● **Required work**:
This exercise asks for every line of the material that contains the word "mouse".

++++++++++

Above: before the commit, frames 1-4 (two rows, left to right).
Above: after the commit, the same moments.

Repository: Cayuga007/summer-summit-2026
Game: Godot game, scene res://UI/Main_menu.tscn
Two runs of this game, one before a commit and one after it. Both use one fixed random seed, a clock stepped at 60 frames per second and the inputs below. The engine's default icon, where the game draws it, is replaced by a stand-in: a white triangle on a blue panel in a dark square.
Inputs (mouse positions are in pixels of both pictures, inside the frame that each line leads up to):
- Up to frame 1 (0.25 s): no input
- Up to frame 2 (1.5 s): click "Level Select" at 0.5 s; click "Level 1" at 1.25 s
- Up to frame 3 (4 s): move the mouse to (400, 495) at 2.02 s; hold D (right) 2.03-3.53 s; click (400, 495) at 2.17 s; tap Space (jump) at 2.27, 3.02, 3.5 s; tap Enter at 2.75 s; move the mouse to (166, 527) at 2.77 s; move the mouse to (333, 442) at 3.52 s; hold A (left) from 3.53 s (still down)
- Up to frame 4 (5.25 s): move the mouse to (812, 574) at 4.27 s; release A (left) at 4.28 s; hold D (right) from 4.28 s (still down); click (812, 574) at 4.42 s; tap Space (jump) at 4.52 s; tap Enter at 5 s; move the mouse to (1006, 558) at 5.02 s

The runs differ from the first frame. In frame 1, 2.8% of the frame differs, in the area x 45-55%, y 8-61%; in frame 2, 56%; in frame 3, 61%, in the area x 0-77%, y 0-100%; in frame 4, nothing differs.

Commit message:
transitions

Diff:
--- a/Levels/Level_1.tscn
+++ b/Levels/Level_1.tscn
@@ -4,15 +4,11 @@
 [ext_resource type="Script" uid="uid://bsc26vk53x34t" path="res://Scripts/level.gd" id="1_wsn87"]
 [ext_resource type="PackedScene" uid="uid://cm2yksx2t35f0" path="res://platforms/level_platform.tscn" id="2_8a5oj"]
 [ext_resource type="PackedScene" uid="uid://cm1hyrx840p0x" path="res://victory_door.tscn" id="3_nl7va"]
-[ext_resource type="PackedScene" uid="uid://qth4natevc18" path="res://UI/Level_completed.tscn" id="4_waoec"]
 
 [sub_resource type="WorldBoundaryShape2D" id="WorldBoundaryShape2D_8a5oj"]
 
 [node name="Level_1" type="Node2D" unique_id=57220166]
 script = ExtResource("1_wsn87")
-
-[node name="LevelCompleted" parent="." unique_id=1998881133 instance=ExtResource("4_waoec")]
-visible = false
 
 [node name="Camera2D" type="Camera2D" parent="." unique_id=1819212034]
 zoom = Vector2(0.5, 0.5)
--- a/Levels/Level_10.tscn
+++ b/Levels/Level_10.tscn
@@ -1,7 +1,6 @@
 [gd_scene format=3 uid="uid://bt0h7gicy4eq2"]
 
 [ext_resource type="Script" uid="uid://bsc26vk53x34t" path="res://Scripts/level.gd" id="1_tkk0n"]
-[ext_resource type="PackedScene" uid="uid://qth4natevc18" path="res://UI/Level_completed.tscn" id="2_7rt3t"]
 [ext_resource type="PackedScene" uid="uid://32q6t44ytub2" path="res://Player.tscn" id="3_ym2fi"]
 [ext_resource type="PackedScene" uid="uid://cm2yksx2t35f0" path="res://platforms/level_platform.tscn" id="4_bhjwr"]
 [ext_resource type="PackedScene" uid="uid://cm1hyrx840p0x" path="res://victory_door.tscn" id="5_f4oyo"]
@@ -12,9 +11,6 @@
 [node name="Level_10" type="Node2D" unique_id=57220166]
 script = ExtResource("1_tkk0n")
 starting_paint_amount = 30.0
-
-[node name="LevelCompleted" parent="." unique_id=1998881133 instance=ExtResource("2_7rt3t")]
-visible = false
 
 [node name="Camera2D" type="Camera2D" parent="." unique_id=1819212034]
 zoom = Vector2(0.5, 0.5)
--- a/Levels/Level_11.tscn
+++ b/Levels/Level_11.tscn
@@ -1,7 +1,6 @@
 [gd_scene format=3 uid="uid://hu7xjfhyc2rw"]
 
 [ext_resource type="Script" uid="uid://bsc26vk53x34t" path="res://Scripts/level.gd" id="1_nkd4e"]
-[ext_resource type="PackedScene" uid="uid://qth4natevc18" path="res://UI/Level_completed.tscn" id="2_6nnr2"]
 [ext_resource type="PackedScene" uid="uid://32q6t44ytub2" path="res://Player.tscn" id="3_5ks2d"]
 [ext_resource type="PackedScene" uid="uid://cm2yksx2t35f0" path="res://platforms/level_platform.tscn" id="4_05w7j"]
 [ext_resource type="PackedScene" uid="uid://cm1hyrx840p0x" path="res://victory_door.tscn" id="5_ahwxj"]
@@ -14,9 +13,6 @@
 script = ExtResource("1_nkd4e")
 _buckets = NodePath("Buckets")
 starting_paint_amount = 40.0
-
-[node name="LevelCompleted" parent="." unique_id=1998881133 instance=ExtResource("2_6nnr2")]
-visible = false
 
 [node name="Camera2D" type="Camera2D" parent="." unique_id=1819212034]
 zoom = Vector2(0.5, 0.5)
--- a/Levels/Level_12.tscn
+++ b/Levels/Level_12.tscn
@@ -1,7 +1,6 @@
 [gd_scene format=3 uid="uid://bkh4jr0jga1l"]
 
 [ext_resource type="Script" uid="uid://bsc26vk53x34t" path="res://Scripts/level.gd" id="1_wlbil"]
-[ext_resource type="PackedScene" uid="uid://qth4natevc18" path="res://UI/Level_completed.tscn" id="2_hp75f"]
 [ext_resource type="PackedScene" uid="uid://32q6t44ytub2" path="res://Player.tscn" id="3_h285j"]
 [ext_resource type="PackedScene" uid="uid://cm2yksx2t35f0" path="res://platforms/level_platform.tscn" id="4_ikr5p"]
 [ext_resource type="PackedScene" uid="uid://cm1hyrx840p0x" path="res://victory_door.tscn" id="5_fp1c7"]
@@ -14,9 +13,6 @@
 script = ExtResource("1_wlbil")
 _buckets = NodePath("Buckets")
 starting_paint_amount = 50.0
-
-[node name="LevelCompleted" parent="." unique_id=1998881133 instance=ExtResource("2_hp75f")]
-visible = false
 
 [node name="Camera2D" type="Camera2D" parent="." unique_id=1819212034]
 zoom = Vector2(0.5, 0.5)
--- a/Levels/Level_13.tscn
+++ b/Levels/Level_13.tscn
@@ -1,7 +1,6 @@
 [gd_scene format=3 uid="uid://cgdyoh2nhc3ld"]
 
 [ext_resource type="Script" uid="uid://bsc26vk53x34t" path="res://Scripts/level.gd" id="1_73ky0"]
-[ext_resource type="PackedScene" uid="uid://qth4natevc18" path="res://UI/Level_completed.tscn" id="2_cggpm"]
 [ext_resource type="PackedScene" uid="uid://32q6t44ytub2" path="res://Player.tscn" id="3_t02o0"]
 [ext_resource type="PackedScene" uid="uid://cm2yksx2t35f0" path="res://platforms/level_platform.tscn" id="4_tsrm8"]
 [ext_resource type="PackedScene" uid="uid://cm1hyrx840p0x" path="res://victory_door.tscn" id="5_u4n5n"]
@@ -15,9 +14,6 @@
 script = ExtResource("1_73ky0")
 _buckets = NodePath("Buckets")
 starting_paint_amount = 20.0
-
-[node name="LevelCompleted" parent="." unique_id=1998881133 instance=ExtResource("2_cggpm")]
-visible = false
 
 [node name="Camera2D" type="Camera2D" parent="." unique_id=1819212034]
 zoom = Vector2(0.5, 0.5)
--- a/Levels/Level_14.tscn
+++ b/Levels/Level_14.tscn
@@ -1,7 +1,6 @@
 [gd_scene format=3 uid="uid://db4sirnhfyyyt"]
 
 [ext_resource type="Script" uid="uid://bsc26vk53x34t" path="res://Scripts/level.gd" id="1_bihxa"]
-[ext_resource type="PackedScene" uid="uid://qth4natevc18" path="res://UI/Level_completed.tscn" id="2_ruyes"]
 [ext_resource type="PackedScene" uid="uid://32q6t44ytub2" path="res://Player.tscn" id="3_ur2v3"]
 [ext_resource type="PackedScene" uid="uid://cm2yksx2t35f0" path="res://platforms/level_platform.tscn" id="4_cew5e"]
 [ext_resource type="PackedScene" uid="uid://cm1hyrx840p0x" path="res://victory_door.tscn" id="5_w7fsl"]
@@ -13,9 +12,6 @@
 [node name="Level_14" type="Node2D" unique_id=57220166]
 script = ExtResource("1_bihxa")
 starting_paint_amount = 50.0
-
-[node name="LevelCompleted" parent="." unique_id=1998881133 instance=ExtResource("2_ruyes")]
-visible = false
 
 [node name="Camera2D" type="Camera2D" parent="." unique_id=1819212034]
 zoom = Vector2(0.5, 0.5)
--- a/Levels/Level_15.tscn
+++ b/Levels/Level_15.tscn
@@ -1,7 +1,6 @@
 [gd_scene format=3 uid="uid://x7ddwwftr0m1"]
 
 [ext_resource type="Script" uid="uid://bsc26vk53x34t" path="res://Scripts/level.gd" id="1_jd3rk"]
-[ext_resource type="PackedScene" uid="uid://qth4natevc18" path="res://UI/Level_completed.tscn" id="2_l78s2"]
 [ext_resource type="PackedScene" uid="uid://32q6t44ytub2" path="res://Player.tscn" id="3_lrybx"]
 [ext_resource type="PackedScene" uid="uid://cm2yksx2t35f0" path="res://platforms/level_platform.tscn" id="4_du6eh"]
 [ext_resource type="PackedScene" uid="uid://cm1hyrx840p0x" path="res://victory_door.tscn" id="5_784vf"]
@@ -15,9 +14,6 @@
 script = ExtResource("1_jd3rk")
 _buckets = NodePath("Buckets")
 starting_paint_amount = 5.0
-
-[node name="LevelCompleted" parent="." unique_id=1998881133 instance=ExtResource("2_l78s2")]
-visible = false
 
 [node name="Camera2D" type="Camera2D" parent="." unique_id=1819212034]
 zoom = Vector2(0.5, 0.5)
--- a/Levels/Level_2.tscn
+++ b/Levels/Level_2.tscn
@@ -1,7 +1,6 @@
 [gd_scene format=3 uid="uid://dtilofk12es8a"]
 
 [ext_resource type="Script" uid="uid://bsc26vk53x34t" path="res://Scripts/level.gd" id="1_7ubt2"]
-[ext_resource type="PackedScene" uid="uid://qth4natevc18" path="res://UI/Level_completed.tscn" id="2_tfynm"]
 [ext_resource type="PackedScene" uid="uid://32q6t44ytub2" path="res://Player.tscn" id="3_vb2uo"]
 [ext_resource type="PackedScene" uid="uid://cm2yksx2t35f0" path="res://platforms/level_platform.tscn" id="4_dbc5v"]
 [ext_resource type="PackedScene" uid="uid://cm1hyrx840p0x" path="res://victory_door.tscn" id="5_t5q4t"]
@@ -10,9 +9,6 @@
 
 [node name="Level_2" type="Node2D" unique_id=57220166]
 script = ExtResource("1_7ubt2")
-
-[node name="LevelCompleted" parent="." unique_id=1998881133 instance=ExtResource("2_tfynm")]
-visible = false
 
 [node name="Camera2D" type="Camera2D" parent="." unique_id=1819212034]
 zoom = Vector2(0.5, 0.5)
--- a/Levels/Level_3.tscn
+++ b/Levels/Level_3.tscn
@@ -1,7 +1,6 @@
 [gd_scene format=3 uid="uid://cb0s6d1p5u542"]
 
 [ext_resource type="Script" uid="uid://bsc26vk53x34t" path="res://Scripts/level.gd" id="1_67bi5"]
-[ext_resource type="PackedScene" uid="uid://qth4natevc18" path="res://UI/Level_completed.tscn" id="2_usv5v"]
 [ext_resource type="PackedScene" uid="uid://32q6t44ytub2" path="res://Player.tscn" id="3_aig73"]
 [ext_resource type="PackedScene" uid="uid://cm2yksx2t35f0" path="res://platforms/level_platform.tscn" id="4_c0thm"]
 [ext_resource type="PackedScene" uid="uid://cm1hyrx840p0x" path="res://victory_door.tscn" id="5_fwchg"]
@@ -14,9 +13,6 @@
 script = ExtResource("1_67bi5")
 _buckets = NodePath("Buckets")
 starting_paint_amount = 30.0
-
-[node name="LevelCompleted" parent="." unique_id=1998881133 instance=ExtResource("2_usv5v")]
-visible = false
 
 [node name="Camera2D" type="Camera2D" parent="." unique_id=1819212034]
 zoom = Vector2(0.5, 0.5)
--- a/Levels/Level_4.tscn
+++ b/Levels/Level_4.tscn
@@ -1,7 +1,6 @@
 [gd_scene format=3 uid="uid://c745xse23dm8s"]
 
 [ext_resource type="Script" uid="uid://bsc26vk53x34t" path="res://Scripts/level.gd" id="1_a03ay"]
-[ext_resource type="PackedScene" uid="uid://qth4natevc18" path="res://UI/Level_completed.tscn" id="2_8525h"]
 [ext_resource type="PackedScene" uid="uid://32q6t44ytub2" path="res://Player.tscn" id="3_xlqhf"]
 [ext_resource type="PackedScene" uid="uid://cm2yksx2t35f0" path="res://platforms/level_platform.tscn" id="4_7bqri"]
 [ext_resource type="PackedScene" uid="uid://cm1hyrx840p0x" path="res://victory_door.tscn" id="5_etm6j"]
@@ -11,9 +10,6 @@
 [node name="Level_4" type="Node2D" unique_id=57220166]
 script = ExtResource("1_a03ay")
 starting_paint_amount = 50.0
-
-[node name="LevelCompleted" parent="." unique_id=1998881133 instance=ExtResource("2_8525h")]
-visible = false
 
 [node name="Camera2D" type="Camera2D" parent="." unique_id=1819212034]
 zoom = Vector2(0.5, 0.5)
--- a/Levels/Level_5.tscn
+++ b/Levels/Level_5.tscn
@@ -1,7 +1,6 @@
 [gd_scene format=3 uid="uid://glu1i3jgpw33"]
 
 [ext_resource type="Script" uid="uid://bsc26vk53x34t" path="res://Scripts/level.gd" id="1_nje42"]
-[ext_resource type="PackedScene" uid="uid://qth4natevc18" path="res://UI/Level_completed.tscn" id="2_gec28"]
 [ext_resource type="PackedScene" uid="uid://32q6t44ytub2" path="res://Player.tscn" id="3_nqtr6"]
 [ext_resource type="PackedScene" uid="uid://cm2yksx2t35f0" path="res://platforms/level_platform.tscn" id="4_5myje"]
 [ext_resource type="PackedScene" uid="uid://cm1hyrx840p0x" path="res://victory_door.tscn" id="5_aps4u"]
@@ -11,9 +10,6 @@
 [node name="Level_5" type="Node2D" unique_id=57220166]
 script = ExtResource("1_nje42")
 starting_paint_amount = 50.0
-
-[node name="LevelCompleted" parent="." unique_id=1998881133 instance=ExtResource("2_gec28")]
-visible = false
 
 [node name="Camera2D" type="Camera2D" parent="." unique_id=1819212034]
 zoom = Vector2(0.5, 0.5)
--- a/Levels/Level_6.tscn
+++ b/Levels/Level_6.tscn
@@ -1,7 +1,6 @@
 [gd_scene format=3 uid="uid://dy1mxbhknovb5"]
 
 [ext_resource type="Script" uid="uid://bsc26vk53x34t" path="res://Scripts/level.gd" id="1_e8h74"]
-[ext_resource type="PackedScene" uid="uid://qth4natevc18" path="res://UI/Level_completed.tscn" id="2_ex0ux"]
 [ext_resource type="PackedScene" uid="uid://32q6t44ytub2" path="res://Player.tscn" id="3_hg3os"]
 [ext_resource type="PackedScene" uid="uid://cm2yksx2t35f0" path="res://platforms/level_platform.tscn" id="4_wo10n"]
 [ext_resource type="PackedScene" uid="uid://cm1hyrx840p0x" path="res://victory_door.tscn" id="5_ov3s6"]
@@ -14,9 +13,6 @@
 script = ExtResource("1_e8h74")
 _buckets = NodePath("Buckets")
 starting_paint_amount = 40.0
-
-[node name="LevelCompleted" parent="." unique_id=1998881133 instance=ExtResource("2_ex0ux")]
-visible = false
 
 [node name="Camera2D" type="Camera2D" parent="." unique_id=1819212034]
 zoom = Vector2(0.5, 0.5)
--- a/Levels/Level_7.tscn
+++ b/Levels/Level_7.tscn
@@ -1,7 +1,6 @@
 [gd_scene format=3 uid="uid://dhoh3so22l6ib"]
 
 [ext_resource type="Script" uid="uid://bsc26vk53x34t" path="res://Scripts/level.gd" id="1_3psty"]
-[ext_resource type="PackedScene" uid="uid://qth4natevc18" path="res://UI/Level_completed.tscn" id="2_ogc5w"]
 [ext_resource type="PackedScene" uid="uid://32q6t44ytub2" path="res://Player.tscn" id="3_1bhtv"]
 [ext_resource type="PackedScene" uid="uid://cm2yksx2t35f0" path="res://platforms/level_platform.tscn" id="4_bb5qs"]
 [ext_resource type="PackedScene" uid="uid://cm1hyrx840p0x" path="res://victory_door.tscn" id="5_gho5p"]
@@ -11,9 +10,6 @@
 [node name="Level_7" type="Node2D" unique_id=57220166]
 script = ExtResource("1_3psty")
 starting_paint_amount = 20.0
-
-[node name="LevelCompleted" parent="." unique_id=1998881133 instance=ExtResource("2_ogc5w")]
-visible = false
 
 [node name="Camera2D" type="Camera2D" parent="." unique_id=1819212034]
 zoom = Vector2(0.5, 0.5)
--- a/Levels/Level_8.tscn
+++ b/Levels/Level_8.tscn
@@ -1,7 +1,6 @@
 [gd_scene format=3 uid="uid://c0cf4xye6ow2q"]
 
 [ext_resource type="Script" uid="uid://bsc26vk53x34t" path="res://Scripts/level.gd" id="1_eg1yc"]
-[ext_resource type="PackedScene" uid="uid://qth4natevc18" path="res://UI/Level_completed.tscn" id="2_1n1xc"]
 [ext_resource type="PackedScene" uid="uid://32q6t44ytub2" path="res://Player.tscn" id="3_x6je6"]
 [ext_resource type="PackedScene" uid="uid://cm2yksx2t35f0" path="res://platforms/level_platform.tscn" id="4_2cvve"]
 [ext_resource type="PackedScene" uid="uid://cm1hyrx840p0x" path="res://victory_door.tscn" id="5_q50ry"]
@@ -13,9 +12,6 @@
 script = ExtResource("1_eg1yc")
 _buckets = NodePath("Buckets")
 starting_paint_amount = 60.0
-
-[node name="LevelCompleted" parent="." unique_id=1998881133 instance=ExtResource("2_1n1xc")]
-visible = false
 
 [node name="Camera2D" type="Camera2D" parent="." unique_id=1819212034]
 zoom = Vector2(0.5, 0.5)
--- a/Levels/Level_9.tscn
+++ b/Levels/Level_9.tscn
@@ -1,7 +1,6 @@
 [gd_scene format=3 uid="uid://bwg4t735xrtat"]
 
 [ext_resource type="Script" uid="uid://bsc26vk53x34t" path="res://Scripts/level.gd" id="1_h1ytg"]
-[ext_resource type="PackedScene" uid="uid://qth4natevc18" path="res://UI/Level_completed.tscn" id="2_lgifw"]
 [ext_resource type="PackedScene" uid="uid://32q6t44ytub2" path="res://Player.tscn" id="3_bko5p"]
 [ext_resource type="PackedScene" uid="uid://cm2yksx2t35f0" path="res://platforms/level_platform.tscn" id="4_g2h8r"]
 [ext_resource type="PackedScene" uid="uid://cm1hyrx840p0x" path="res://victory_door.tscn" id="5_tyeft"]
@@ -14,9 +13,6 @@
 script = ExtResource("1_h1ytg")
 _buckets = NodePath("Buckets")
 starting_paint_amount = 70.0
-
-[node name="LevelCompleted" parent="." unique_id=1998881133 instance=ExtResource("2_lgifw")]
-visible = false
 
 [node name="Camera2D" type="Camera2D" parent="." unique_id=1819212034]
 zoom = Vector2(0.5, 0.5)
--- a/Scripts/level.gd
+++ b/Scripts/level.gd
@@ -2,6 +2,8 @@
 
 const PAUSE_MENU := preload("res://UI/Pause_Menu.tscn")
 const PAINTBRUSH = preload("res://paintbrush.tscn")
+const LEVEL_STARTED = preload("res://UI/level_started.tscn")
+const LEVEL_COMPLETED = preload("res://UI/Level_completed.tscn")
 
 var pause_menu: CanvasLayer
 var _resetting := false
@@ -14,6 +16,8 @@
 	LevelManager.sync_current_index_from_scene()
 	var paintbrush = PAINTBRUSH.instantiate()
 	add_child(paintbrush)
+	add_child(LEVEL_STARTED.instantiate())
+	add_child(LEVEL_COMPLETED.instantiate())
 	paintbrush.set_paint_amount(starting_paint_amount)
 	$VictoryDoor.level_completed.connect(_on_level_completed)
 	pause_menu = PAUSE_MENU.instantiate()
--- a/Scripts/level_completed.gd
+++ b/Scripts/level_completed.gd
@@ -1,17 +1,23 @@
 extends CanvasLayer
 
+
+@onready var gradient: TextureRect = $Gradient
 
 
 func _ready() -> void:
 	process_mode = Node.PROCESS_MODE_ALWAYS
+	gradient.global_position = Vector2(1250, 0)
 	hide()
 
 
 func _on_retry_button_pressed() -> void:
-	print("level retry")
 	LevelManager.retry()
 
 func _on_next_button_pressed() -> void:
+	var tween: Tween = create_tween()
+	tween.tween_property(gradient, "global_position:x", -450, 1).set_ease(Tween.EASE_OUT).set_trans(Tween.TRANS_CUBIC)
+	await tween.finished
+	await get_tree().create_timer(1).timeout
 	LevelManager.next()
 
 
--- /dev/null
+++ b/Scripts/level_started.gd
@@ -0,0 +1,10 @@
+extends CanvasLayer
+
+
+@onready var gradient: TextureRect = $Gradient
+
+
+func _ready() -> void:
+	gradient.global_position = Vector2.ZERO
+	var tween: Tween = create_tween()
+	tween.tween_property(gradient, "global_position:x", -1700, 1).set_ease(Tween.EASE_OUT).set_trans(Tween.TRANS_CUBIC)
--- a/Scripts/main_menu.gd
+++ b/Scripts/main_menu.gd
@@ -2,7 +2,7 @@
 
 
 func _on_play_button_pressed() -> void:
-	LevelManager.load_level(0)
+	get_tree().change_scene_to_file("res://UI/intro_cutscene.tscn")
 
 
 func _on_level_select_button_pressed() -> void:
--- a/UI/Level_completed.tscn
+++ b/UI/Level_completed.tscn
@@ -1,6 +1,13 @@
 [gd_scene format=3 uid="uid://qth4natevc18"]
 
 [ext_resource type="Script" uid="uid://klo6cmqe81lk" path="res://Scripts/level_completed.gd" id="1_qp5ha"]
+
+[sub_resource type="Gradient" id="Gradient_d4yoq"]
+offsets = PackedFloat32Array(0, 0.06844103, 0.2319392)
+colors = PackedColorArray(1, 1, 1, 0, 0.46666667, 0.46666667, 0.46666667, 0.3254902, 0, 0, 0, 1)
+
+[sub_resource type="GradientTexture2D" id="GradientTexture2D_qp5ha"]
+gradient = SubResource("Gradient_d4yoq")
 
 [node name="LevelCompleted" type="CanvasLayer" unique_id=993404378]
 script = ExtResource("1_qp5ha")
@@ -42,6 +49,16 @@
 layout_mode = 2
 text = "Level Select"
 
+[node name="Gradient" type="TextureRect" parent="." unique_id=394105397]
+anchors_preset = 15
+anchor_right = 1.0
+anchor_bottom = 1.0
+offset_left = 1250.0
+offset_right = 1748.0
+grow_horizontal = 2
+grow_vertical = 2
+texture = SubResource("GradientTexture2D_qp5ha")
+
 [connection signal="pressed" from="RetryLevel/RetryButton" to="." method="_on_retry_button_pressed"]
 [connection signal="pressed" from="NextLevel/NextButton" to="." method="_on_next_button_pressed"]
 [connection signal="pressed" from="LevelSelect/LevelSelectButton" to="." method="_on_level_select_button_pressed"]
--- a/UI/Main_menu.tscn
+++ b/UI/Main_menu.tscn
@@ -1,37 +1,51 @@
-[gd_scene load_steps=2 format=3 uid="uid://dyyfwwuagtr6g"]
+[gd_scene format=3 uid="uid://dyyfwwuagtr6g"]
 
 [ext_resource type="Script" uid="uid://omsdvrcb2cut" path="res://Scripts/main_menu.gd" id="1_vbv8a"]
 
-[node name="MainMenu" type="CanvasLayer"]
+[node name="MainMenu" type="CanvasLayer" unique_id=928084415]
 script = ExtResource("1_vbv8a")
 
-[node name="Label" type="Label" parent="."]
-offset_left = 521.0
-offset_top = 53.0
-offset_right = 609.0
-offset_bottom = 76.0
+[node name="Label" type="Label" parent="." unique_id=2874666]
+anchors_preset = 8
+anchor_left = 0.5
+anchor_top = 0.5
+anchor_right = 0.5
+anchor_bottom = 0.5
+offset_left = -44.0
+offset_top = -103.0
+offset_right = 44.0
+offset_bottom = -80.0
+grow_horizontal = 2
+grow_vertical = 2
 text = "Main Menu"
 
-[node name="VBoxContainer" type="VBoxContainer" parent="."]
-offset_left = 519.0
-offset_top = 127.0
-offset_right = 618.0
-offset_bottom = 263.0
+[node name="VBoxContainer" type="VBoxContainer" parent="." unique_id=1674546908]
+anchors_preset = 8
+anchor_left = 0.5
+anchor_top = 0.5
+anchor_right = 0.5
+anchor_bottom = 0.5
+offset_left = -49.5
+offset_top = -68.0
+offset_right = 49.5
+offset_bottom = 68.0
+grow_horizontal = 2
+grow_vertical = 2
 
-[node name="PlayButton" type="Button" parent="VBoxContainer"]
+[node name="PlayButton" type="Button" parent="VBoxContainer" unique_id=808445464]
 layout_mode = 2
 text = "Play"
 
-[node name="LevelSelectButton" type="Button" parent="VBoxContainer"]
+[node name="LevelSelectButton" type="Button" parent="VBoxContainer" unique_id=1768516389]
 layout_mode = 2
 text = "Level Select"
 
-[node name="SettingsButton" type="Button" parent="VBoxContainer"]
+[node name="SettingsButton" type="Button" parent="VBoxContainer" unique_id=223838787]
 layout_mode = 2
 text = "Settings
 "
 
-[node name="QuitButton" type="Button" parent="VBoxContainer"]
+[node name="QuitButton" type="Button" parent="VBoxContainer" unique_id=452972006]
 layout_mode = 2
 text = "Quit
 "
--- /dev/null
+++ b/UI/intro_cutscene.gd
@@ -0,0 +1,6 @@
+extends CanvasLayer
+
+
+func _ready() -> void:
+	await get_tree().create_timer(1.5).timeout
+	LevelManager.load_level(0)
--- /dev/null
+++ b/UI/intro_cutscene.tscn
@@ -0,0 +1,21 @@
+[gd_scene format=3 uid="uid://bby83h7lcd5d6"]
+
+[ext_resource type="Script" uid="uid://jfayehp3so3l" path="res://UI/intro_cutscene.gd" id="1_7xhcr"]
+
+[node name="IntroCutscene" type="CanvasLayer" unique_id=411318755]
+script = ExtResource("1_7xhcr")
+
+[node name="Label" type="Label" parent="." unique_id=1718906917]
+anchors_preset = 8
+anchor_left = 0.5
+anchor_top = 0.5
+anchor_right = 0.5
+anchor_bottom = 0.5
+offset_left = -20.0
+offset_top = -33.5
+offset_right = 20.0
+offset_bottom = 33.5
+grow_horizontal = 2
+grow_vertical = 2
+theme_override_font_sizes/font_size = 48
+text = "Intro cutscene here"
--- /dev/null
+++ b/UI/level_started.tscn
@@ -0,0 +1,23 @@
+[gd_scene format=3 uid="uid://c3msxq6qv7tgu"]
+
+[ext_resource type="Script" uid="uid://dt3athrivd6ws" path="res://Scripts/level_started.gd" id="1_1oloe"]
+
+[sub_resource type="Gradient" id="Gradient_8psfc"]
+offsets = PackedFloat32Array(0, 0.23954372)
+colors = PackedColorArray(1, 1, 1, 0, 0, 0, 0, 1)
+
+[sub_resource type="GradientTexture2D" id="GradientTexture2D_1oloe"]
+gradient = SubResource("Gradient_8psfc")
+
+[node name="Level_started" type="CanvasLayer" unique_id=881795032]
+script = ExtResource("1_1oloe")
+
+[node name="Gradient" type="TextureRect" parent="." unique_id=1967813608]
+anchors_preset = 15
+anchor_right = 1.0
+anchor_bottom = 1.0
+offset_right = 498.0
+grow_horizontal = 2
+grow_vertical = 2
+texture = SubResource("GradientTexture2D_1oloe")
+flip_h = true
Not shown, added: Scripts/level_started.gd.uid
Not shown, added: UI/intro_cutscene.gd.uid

++++++++++

● **Exercise output**:
Inputs (mouse positions are in pixels of both pictures, inside the frame that each line leads up to):
- Up to frame 3 (4 s): move the mouse to (400, 495) at 2.02 s; hold D (right) 2.03-3.53 s; click (400, 495) at 2.17 s; tap Space (jump) at 2.27, 3.02, 3.5 s; tap Enter at 2.75 s; move the mouse to (166, 527) at 2.77 s; move the mouse to (333, 442) at 3.52 s; hold A (left) from 3.53 s (still down)
- Up to frame 4 (5.25 s): move the mouse to (812, 574) at 4.27 s; release A (left) at 4.28 s; hold D (right) from 4.28 s (still down); click (812, 574) at 4.42 s; tap Space (jump) at 4.52 s; tap Enter at 5 s; move the mouse to (1006, 558) at 5.02 s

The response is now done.